__Problem description__:
Produce a copy of every line in the records that holds the string "connection".

--- Provided entries Enclosed Below ---

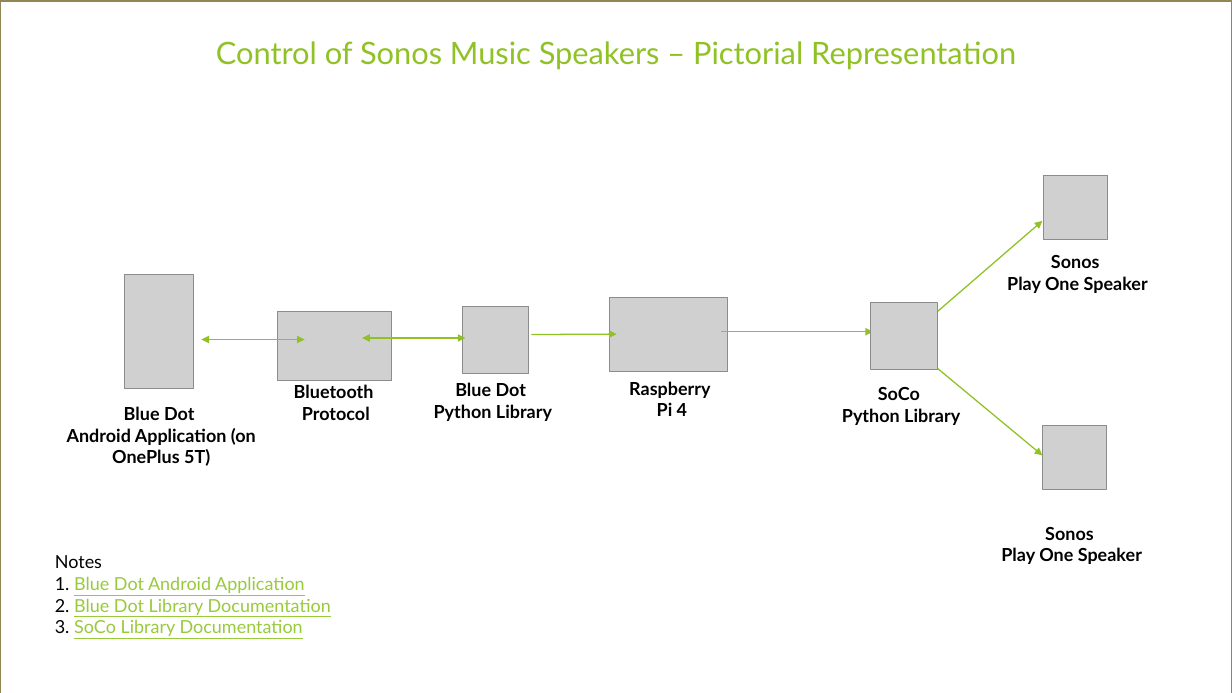
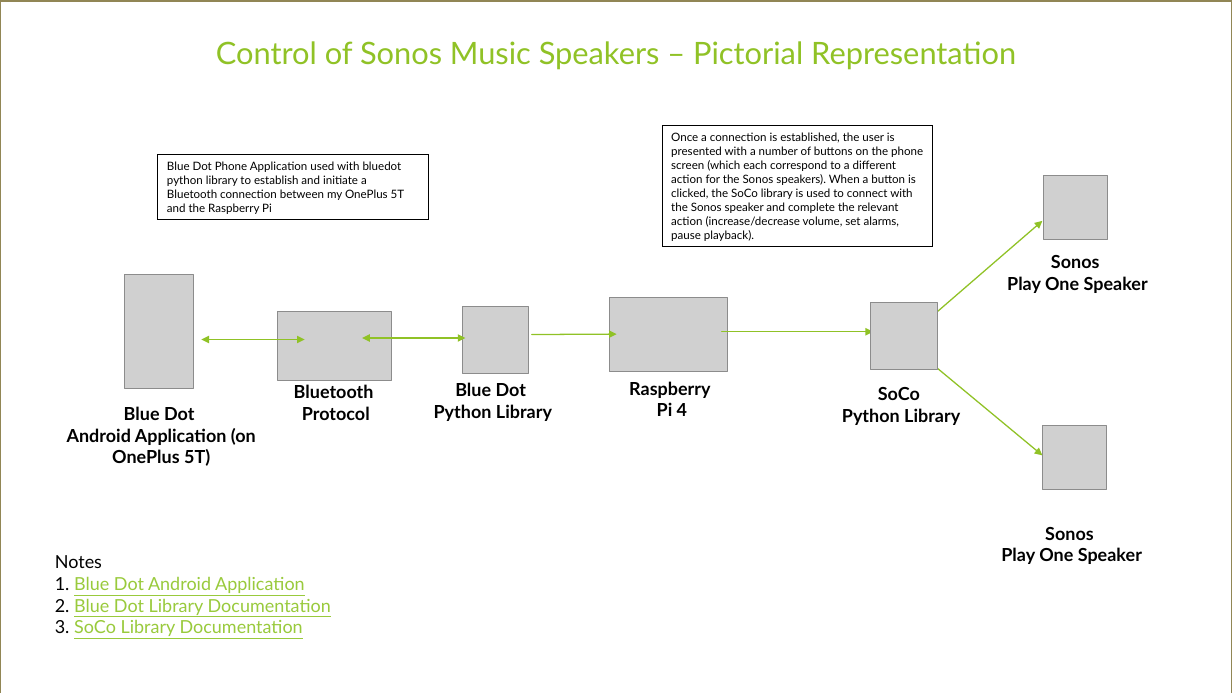
Before and after one commit to JohnDennehy101/homeautomation, a slide deck: slide 5 of JohnDennehy_ProjectGraphics_Benchmarks_Presentation.pptx. Drawn at 1232x693 pixels with LibreOffice and Linux fonts; fonts in the diff are those of the drawing; grey boxes stand for pictures. Boxes give left, top, right and bottom in pixels: in the first picture for what was removed or moved away, otherwise in the second. Text is boxed around its words. In the diff, an @@ line names an element or a change of style, - is before the commit and + after.

```diff
--- a/JohnDennehy_ProjectGraphics_Benchmarks_Presentation.pptx
+++ b/JohnDennehy_ProjectGraphics_Benchmarks_Presentation.pptx
@@ rectangle added at <box>663,126,933,247</box>, outline #000000 0.75 pt, 9 pt, text #000000 @@
+Once a connection is established, the user is presented with a number of buttons on the phone screen (which each correspond to a different action for the Sonos speakers). When a button is clicked, the SoCo library is used to connect with the Sonos speaker and complete the relevant action (increase/decrease volume, set alarms, pause playback).
@@ rectangle added at <box>158,154,429,220</box>, outline #000000 0.75 pt, 9 pt, text #000000 @@
+Blue Dot Phone Application used with bluedot python library to establish and initiate a Bluetooth connection between my OnePlus 5T and the Raspberry Pi
```
Also in this commit, not shown: 6 other slides changed, 1 other file.

--- End of Enclosed Provided entries ---

__Answer to this problem__:
+Once a connection is established, the user is presented with a number of buttons on the phone screen (which each correspond to a different action for the Sonos speakers). When a button is clicked, the SoCo library is used to connect with the Sonos speaker and complete the relevant action (increase/decrease volume, set alarms, pause playback).
+Blue Dot Phone Application used with bluedot python library to establish and initiate a Bluetooth connection between my OnePlus 5T and the Raspberry Pi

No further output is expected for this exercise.